Learn the art to eat smart!!

Getting back on track post festive season

Festive seasons are meant for having good times with family and friends. Loads of socializing, exchange of sweets, family meals and so much more are happening. It’s very tough to stick to a diet regime. Hope you all enjoyed the tips given by me earlier for Mindful eating during the festivals.

Now is the time to get back on track to continue the journey of feeling and looking healthy and getting ready for New Year’s Eve!

here are some tips that will help to get back on track

Post the festival first thing to get back on track is the clear the pantry, cupboards, and refrigerator with all the Diwali sweets and savories. Once the food is out of sight I am sure it will be out of your mind too. Replace these with your usual snacks and your healthy sweets so that you will automatically choose healthy options.

Since we have indulged into a lot of sweets there are changes that if you get back to routine meals you will crave for sweets. This happens because there is an insulin spike.

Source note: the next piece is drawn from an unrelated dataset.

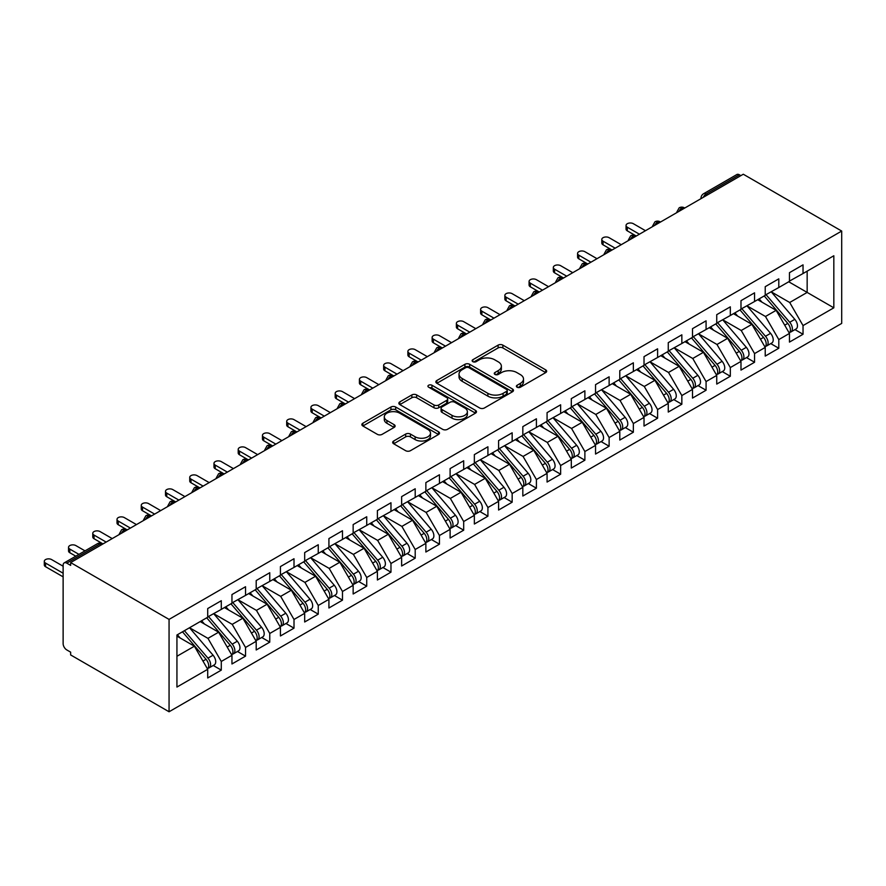 <?xml version="1.0" encoding="UTF-8"?>
<svg xmlns="http://www.w3.org/2000/svg" width="886" height="886" viewBox="0 0 886 886"><rect width="100%" height="100%" fill="white"/><g stroke="black" fill="none" stroke-linecap="round" stroke-linejoin="round"><path stroke-width="1.33" d="M517.081 387.204A2.359 1.362 0 0 0 520.414 387.204L545.687 372.607A3.367 1.938 0 0 0 546.673 371.234A3.367 1.938 0 0 0 545.687 369.861L502.86 345.13A3.367 1.938 0 0 0 498.109 345.13L472.825 359.727A2.359 1.362 0 0 0 472.138 360.691A2.359 1.362 0 0 0 472.825 361.654A2.359 1.362 0 0 0 476.159 361.654L479.426 359.76A10.765 6.213 0 0 1 494.654 359.76L498.22 361.82A10.765 6.213 0 0 1 501.376 366.217A10.765 6.213 0 0 1 498.22 370.614L494.953 372.508A2.359 1.362 0 0 0 494.266 373.46A2.359 1.362 0 0 0 494.953 374.424A2.359 1.362 0 0 0 498.286 374.424L501.554 372.541A10.765 6.213 0 0 1 516.782 372.541L520.348 374.601A10.765 6.213 0 0 1 523.504 378.998A10.765 6.213 0 0 1 520.348 383.394L517.081 385.277A2.359 1.362 0 0 0 516.394 386.241A2.359 1.362 0 0 0 517.081 387.204L517.081 385.277M393.661 441.018A3.367 1.938 0 0 0 392.675 442.391A3.367 1.938 0 0 0 393.661 443.764L405.666 450.697A3.367 1.938 0 0 0 410.428 450.697L438.504 434.494A3.367 1.938 0 0 0 439.489 433.121A3.367 1.938 0 0 0 438.504 431.748L395.677 407.017A3.367 1.938 0 0 0 390.925 407.017L362.85 423.231A3.367 1.938 0 0 0 361.865 424.604A3.367 1.938 0 0 0 362.85 425.978L377.358 434.35A3.367 1.938 0 0 0 382.121 434.35L394.137 427.417A3.367 1.938 0 0 0 395.123 426.044A3.367 1.938 0 0 0 394.137 424.671L386.938 420.518A9.004 5.194 0 0 1 384.302 416.841A9.004 5.194 0 0 1 389.851 412.034A9.004 5.194 0 0 1 399.664 413.164L427.86 429.444A9.004 5.194 0 0 1 430.496 433.121A9.004 5.194 0 0 1 424.937 437.917A9.004 5.194 0 0 1 415.124 436.787L410.428 434.074A3.367 1.938 0 0 0 405.666 434.074L393.661 441.018L393.661 443.764M743.288 174.232L841.7 231.058L169.06 619.403L70.647 562.588L743.288 174.232M479.669 407.981A3.367 1.938 0 0 0 484.42 407.981L512.496 391.767A3.367 1.938 0 0 0 513.481 390.394A3.367 1.938 0 0 0 512.496 389.02L469.669 364.301A3.367 1.938 0 0 0 464.917 364.301L436.842 380.504A3.367 1.938 0 0 0 435.857 381.877A3.367 1.938 0 0 0 436.842 383.25L479.669 407.981M429.577 387.714A2.359 1.362 0 0 1 431.958 388.046L431.958 385.244L475.505 410.384A3.367 1.938 0 0 1 476.491 411.757A3.367 1.938 0 0 1 475.505 413.131L447.43 429.333A3.367 1.938 0 0 1 442.668 429.333L399.841 404.614L411.857 397.725L411.857 394.923L399.841 401.867A3.367 1.938 0 0 0 398.855 403.241A3.367 1.938 0 0 0 399.841 404.614L399.841 401.867M411.857 397.725A3.367 1.938 0 0 1 416.619 397.725L416.619 394.923A3.367 1.938 0 0 0 411.857 394.923M416.619 394.923L433.985 404.957A3.367 1.938 0 0 0 438.747 404.957L446.71 400.35A3.367 1.938 0 0 0 447.696 398.977A3.367 1.938 0 0 0 446.71 397.604L428.636 387.171A2.359 1.362 0 0 1 427.938 386.207A2.359 1.362 0 0 1 429.4 384.945A2.359 1.362 0 0 1 431.958 385.244M70.647 562.588L70.647 565.379L66.76 563.142A5.139 2.968 -120 0 0 64.191 562.887A5.139 2.968 -120 0 0 63.127 565.246L63.127 643.613A5.139 2.968 -120 0 0 66.76 649.914L70.647 652.151L70.647 654.942L169.06 711.768L169.06 619.403M169.06 711.768L841.7 323.412L841.7 231.058M788.739 281.781L833.826 307.819L833.826 255.755L803.037 273.53L803.037 264.848L789.459 272.689L789.459 281.36L778.794 287.518L778.794 278.846L765.227 286.676L765.227 295.359L754.562 301.517L754.562 292.834L740.984 300.675L740.984 309.347L730.319 315.505L730.319 306.833L716.741 314.674L716.741 323.346L706.076 329.503L706.076 320.832L692.509 328.662L692.509 337.344L681.843 343.502L681.843 334.819L668.265 342.66L668.265 351.332L657.6 357.49L657.6 348.818L644.022 356.648L644.022 365.331L633.357 371.489L633.357 362.806L619.79 370.647L619.79 379.33L609.125 385.488L609.125 376.805L595.547 384.646L595.547 393.318L584.882 399.475L584.882 390.804L571.304 398.634L571.304 407.316L560.639 413.474L560.639 404.791L547.072 412.632L547.072 421.304L536.407 427.462L536.407 418.79L522.829 426.631L522.829 435.303L512.163 441.461L512.163 432.789L498.585 440.619L498.585 449.302L487.92 455.459L487.92 446.777L474.353 454.618L474.353 463.289L463.688 469.447L463.688 460.775L450.11 468.605L450.11 477.288L439.445 483.446L439.445 474.763L425.867 482.604L425.867 491.276L415.202 497.434L415.202 488.762L401.635 496.603L401.635 505.275L390.97 511.432L390.97 502.761L377.392 510.591L377.392 519.274L366.726 525.431L366.726 516.748L353.149 524.59L353.149 533.261L342.483 539.419L342.483 530.747L328.916 538.577L328.916 547.26L318.251 553.418L318.251 544.735L304.673 552.576L304.673 561.259L294.008 567.405L294.008 558.734L280.43 566.575L280.43 575.247L269.765 581.404L269.765 572.733L256.198 580.563L256.198 589.245L245.533 595.403L245.533 586.72L231.955 594.561L231.955 603.233L221.29 609.391L221.29 600.719L207.712 608.56L207.712 617.232L176.934 635.007L176.934 687.06L207.712 669.295L194.388 646.204L176.934 636.126M833.826 307.819L803.037 325.583L789.703 302.491L771.285 291.859L794.82 319.348L789.725 322.282A6.855 3.954 60 0 1 792.372 328.795A6.855 3.954 60 0 1 790.954 331.94A6.855 3.954 60 0 1 789.847 332.25M794.986 329.614L803.037 334.266L803.037 325.583M803.037 334.266L789.459 342.096L789.459 333.424L778.794 339.582L765.471 316.49L747.042 305.858M770.742 343.602L778.794 348.253L778.794 339.582M778.794 348.253L765.227 356.094L765.227 347.423L754.562 353.58L741.228 330.489L722.81 319.846M746.499 357.601L754.562 362.252L754.562 353.58M754.562 362.252L740.984 370.093L740.984 361.41L730.319 367.568L716.984 344.477L698.567 333.845L722.101 361.333L717.007 364.268A6.855 3.954 60 0 1 719.653 370.78A6.855 3.954 60 0 1 718.236 373.925A6.855 3.954 60 0 1 717.128 374.235M722.267 371.599L730.319 376.251L730.319 367.568M730.319 376.251L716.741 384.081L716.741 375.409L706.076 381.567L692.752 358.476L674.324 347.833M698.024 385.587L706.076 390.239L706.076 381.567M706.076 390.239L692.509 398.08L692.509 389.397L681.843 395.555L668.509 372.463L650.091 361.831M673.781 399.586L681.843 404.237L681.843 395.555M681.843 404.237L668.265 412.068L668.265 403.396L657.6 409.553L644.266 386.462L625.848 375.83M649.549 413.574L657.6 418.225L657.6 409.553M657.6 418.225L644.022 426.066L644.022 417.395L633.357 423.552L620.034 400.461L601.605 389.818L625.139 417.306L620.045 420.241A6.855 3.954 60 0 1 622.692 426.764A6.855 3.954 60 0 1 621.274 429.898A6.855 3.954 60 0 1 620.167 430.219M625.306 427.573L633.357 432.224L633.357 423.552M633.357 432.224L619.79 440.065L619.79 431.382L609.125 437.54L595.791 414.449L577.373 403.817M601.062 441.571L609.125 446.223L609.125 437.54M609.125 446.223L595.547 454.053L595.547 445.381L584.882 451.539L571.548 428.447L553.13 417.804M576.83 455.559L584.882 460.211L584.882 451.539M584.882 460.211L571.304 468.052L571.304 459.369L560.639 465.527L547.315 442.435L528.887 431.803M552.587 469.558L560.639 474.209L560.639 465.527M560.639 474.209L547.072 482.05L547.072 473.368L536.407 479.525L523.072 456.434L504.655 445.802L528.178 473.279L523.094 476.225A6.855 3.954 60 0 1 525.741 482.737A6.855 3.954 60 0 1 524.324 485.882A6.855 3.954 60 0 1 523.205 486.192M528.344 483.557L536.407 488.208L536.407 479.525M536.407 488.208L522.829 496.038L522.829 487.366L512.163 493.524L498.829 470.433L480.411 459.79M504.112 497.544L512.163 502.196L512.163 493.524M512.163 502.196L498.585 510.037L498.585 501.354L487.92 507.512L474.597 484.42L456.168 473.788M479.869 511.543L487.92 516.195L487.92 507.512M487.92 516.195L474.353 524.025L474.353 515.353L463.688 521.511L450.354 498.419L431.936 487.787L455.459 515.264L450.376 518.21A6.855 3.954 60 0 1 453.023 524.722A6.855 3.954 60 0 1 451.605 527.857A6.855 3.954 60 0 1 450.487 528.178M455.625 525.531L463.688 530.182L463.688 521.511M463.688 530.182L450.11 538.024L450.11 529.352L439.445 535.509L426.111 512.418L407.693 501.775M431.393 539.53L439.445 544.181L439.445 535.509M439.445 544.181L425.867 552.022L425.867 543.34L415.202 549.497L401.879 526.406L383.45 515.774M407.15 553.529L415.202 558.18L415.202 549.497M415.202 558.18L401.635 566.01L401.635 557.338L390.97 563.496L377.635 540.405L359.218 529.762M382.907 567.516L390.97 572.168L390.97 563.496M390.97 572.168L377.392 580.009L377.392 571.326L366.726 577.484L353.392 554.392L334.974 543.76L358.509 571.248L353.414 574.183A6.855 3.954 60 0 1 356.061 580.695A6.855 3.954 60 0 1 354.644 583.841A6.855 3.954 60 0 1 353.536 584.151M358.675 581.515L366.726 586.167L366.726 577.484M366.726 586.167L353.149 593.997L353.149 585.325L342.483 591.483L329.16 568.391L310.731 557.759M334.432 595.503L342.483 600.154L342.483 591.483M342.483 600.154L328.916 607.995L328.916 599.324L318.251 605.481L304.917 582.39L286.499 571.747M310.189 609.502L318.251 614.153L318.251 605.481M318.251 614.153L304.673 621.994L304.673 613.311L294.008 619.469L280.674 596.378L262.256 585.746M285.956 623.5L294.008 628.152L294.008 619.469M294.008 628.152L280.43 635.982L280.43 627.31L269.765 633.468L256.442 610.376L238.013 599.733M261.713 637.488L269.765 642.14L269.765 633.468M269.765 642.14L256.198 649.981L256.198 641.298L245.533 647.456L232.198 624.364L213.781 613.732M237.47 651.487L245.533 656.138L245.533 647.456M245.533 656.138L231.955 663.979L231.955 655.297L221.29 661.454L207.955 638.363L189.538 627.731M213.238 665.486L221.29 670.126L221.29 661.454M221.29 670.126L207.712 677.967L207.712 669.295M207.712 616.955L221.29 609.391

In order to reduce this spike and tame your sugar cravings follow these simple tricks

  1. start your day with 1 tbsp of virgin coconut oil /ghee. This is known as fat first in the morning. Fat will keep you fuller for a longer time and since it does not spike the insulin it will reduce the sugar cravings as well. Virgin coconut oil has an added advantage of being high in lauric acid which mobilises fat , so it will help you in weight reduction as well.
  2. Protein rich foods- eggs, chicken, fish , dals and sprouts, nuts and oilseeds, soy and milk and milk products are thermogenic and will require more energy to burn. Proteins also will help you to reduce the spike of insulin and keep you fuller for a longer time. Make it point to have a portion of protien in every meal along with carbs and good fats.
  3. fiber rich foods like whole fruits and salads will increase the bulk of the meals and also slow the digestion of foods and improve better absorpion of nutrients. The fiber rich foods will also reduce the sugar cravings and are low in caloires. Make sure that you have 5 serves of fruits and vegetables in the day.
  4. Simple carbs like sugar rich foods, honey and jaggery will increase the blood sugar levels instantly since they do not require time to digest. As compared to this the complex carbs like roti, rice , oats and millets take a longer time to digest and hence thesugar spike is lesser in these foods . This is because of the fiber content as well as the sugar is present in the form of starch.

There is a common myth that you need to follow a detox diet if you indulge in the wrong food choices. It is as if you are suggesting that the sins of enjoying the festival need to be paid off! Please do not indulge in any such detox diets. Getting back to routine is more important. Often due to the sugar spike in the season, it becomes even tougher to follow a detox diet that is low in protein, good fats, and complex carbs. Stop junk foods and any sweets immediately post the festival. This is the best detox possible.

Make sure that you are back to the routine workouts as soon as the season is over. Start with low intensity and get back to regular workouts in a week’s time!

Have at least 8-10 glasses of water every day. By doing this you will be able to boost the metabolism and also wash off all the toxins in the body. Water should preferably be plain without any additives.

Wishing you a happy journey towards your health goals!